------ Records shown ------
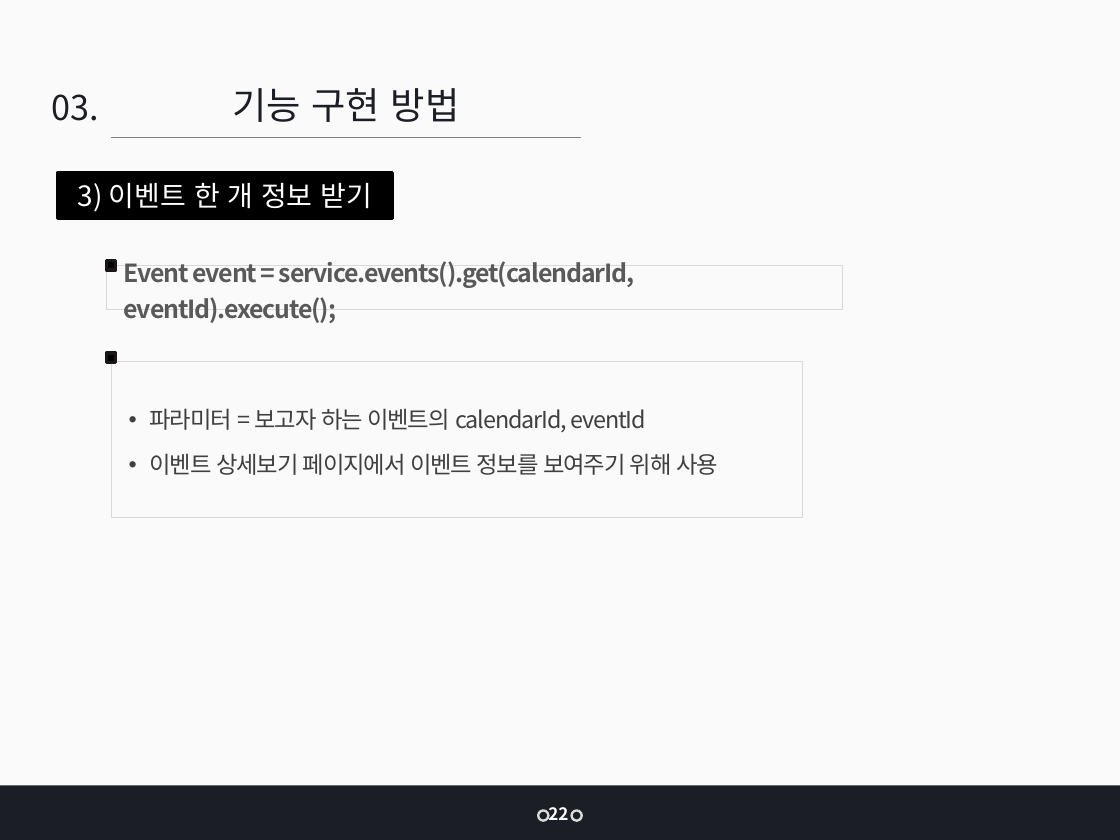
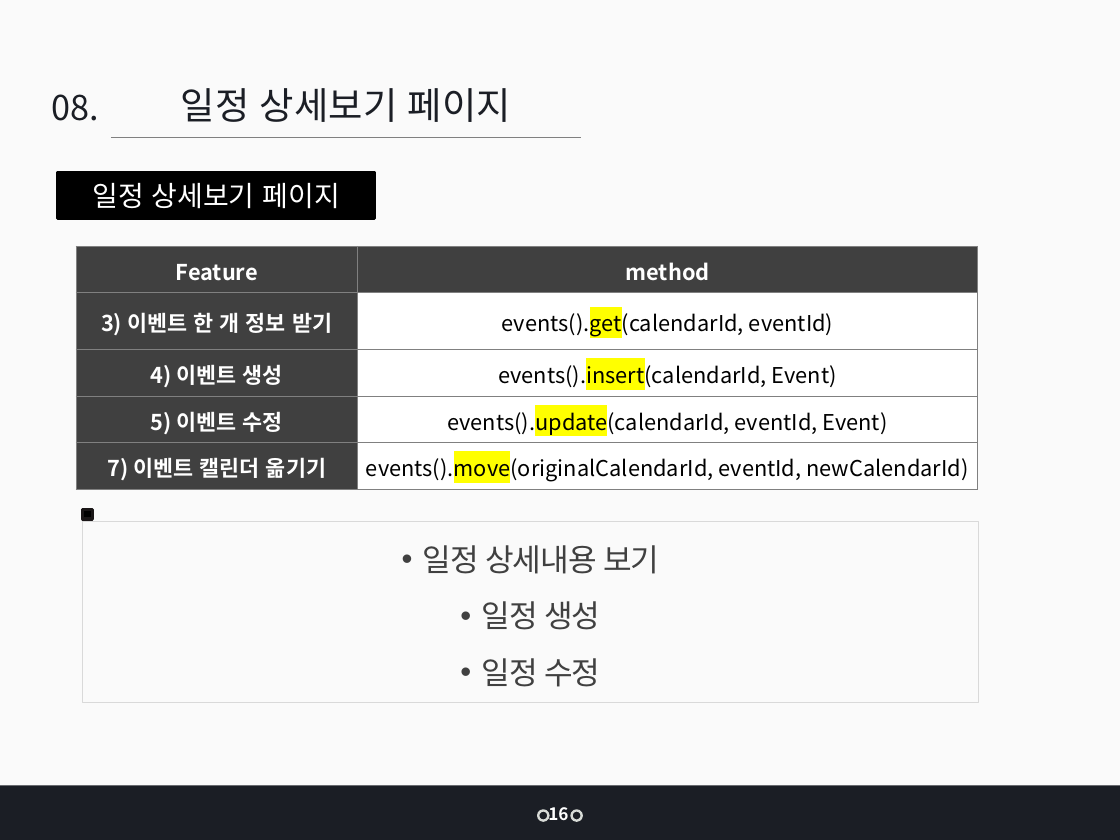
Before and after one commit to jangys/calendarProjectDocument, a slide deck: slide 16 of 인턴 최종 발표_장연수.pptx (slide 22 before the commit). Drawn at 1120x840 pixels with LibreOffice and Linux fonts; fonts in the diff are those of the drawing. Boxes give left, top, right and bottom in pixels: in the first picture for what was removed or moved away, otherwise in the second. Text is boxed around its words. In the diff, an @@ line names an element or a change of style, - is before the commit and + after.

```diff
--- a/인턴 최종 발표_장연수.pptx
+++ b/인턴 최종 발표_장연수.pptx
@@ text at <box>181,88,511,122</box>: text changed @@
-기능 구현 방법
+일정 상세보기 페이지
@@ text at <box>51,94,98,121</box>: text changed @@
-03.
+08.
@@ rectangle "일정 상세보기 페이지": place and size @@
-rectangle "일정 상세보기 페이지" at <box>57,174,392,218</box>
+rectangle "일정 상세보기 페이지" at <box>57,174,374,218</box>
@@ text in rectangle at <box>92,183,340,209</box>: text changed @@
-3) 이벤트 한 개 정보 받기
+일정 상세보기 페이지
@@ table added at <box>76,246,978,489</box>, 5 rows, 2 columns @@
+Feature | method
+3) 이벤트 한 개 정보 받기 | events().get(calendarId, eventId)
+4) 이벤트 생성 | events().insert(calendarId, Event)
+5) 이벤트 수정 | events().update(calendarId, eventId, Event)
+7) 이벤트 캘린더 옮기기 | events().move(originalCalendarId, eventId, newCalendarId)
@@ rectangle removed at <box>106,265,842,309</box> @@
-Event event = service.events().get(calendarId, eventId).execute();
@@ rectangle removed at <box>106,261,116,270</box> @@
@@ rectangle removed at <box>111,362,803,517</box> @@
-• 파라미터 = 보고자 하는 이벤트의 calendarId, eventId
-• 이벤트 상세보기 페이지에서 이벤트 정보를 보여주기 위해 사용
@@ rectangle: place and size @@
-rectangle at <box>106,353,116,362</box>
+rectangle at <box>83,510,93,519</box>
@@ rectangle added at <box>83,521,979,702</box>, outline #D9D9D9 0.5 pt, 20 pt, text #404040 @@
+• 일정 상세내용 보기
+• 일정 생성
+• 일정 수정
@@ text at <box>548,807,568,820</box>: text changed @@
-22
+16
```
Also in this commit, not shown: 21 other slides changed, 9 slides added, 32 slides removed, 4 other files.
------
* [About this exercise]:
Output the entries verbatim but drop the images.

* [Completed exercise]:
Before and after one commit to jangys/calendarProjectDocument, a slide deck: slide 16 of 인턴 최종 발표_장연수.pptx (slide 22 before the commit). Drawn at 1120x840 pixels with LibreOffice and Linux fonts; fonts in the diff are those of the drawing. Boxes give left, top, right and bottom in pixels: in the first picture for what was removed or moved away, otherwise in the second. Text is boxed around its words. In the diff, an @@ line names an element or a change of style, - is before the commit and + after.

```diff
--- a/인턴 최종 발표_장연수.pptx
+++ b/인턴 최종 발표_장연수.pptx
@@ text at <box>181,88,511,122</box>: text changed @@
-기능 구현 방법
+일정 상세보기 페이지
@@ text at <box>51,94,98,121</box>: text changed @@
-03.
+08.
@@ rectangle "일정 상세보기 페이지": place and size @@
-rectangle "일정 상세보기 페이지" at <box>57,174,392,218</box>
+rectangle "일정 상세보기 페이지" at <box>57,174,374,218</box>
@@ text in rectangle at <box>92,183,340,209</box>: text changed @@
-3) 이벤트 한 개 정보 받기
+일정 상세보기 페이지
@@ table added at <box>76,246,978,489</box>, 5 rows, 2 columns @@
+Feature | method
+3) 이벤트 한 개 정보 받기 | events().get(calendarId, eventId)
+4) 이벤트 생성 | events().insert(calendarId, Event)
+5) 이벤트 수정 | events().update(calendarId, eventId, Event)
+7) 이벤트 캘린더 옮기기 | events().move(originalCalendarId, eventId, newCalendarId)
@@ rectangle removed at <box>106,265,842,309</box> @@
-Event event = service.events().get(calendarId, eventId).execute();
@@ rectangle removed at <box>106,261,116,270</box> @@
@@ rectangle removed at <box>111,362,803,517</box> @@
-• 파라미터 = 보고자 하는 이벤트의 calendarId, eventId
-• 이벤트 상세보기 페이지에서 이벤트 정보를 보여주기 위해 사용
@@ rectangle: place and size @@
-rectangle at <box>106,353,116,362</box>
+rectangle at <box>83,510,93,519</box>
@@ rectangle added at <box>83,521,979,702</box>, outline #D9D9D9 0.5 pt, 20 pt, text #404040 @@
+• 일정 상세내용 보기
+• 일정 생성
+• 일정 수정
@@ text at <box>548,807,568,820</box>: text changed @@
-22
+16
```
Also in this commit, not shown: 21 other slides changed, 9 slides added, 32 slides removed, 4 other files.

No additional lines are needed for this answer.